# Wie drossle ich die Pumpe...? :)



## ranftling (4. Juni 2019)

Hi,

habe eine Alphacool Eisbär 420.
Nach dem einbau der Silent Wings bleibt vom ganzen PC nur noch das Surren der Pumpe zu hören. Laut spezifikation kann ich diese auf 12/6/4V betreiben. 

Leider bin ich nur zu strack um heraus zu bekommen wo ich das einstellen kann. 

Montiert ist das ganze auf einem Asus ROG Maximus XI Hero WiFi.

Weder bei Alphacool noch bei Asus konnte ich was dazu finden 

Danke für Hilfe
Chris


----------



## IICARUS (4. Juni 2019)

Die Pumpe solltest du nicht unter 7v regeln. Unter 7v kann es passieren das die Pumpe wegen zu wenig Spannung stehen bleibt oder die Startspannung zu gering ist und nicht anläuft.
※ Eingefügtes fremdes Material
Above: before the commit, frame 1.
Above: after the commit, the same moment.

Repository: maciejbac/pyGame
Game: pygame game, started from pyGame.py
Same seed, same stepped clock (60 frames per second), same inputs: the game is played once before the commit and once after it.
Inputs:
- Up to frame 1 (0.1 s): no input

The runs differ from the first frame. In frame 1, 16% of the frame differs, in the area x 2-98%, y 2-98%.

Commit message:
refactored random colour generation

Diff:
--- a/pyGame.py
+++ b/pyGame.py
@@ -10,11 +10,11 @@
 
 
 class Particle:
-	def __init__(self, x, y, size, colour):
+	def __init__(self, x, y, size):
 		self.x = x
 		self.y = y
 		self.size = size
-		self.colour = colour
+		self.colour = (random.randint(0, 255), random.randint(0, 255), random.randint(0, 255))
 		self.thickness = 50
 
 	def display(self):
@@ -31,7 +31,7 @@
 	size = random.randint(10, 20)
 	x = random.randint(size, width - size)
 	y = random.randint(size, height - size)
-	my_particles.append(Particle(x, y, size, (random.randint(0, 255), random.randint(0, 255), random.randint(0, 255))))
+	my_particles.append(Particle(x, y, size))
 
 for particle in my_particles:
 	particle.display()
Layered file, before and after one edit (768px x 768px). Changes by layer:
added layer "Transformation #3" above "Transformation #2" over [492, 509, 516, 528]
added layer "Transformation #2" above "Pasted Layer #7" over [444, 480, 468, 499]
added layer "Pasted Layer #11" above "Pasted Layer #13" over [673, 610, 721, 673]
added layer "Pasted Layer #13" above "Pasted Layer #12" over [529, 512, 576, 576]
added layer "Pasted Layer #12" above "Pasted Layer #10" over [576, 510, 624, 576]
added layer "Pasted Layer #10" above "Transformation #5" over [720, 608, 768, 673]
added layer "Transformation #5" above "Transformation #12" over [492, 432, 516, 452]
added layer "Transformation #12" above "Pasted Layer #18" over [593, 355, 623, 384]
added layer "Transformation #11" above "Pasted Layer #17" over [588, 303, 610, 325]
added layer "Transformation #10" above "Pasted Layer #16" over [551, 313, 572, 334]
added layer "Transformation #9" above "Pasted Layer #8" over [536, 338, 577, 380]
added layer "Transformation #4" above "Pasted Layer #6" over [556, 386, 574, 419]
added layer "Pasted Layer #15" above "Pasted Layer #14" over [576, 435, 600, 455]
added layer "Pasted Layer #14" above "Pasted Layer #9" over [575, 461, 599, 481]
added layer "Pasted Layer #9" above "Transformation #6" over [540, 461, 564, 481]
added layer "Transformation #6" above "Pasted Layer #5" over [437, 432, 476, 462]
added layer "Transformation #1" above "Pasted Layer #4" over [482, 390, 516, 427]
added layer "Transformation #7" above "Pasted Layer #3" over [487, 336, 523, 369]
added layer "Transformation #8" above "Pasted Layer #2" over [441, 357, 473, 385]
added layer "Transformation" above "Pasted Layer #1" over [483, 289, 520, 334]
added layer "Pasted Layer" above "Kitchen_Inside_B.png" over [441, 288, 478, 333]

Du hast auf deinem Mainboard ein Fan-Anschluss für die Pumpe, einfach darüber die 7v einstellen oder einfach per 7v Molex Adapter direkt ans Netzteil anschließen.


----------



## Patrick_87 (4. Juni 2019)

am einfachsten ist es die aio oben am Board an den AIO_PUMP Anschluss anzuschließen. Dann ins Bios gehen und dort irgendwo AIO_PUMP auf PWM stellen, dann kannst du dort wie bei deinen Lüftern einstellen bei welcher Temperatur die Pumpe zu wieviel % Leistung laufen soll.


----------



## Narbennarr (4. Juni 2019)

Patrick_87 schrieb:


> Dann ins Bios gehen und dort irgendwo AIO_PUMP auf PWM stellen,



Nein, nicht auf PWM! Die Eisbaer hat n  3-Pin Anschluss


----------



## ranftling (4. Juni 2019)

Danke Euch
DC hilft!

Bisher hatte ich bloß Lüfter zu regulieren. Daher hatte ich auch immer pwm an, ohne groß drüber nachzudenken...


----------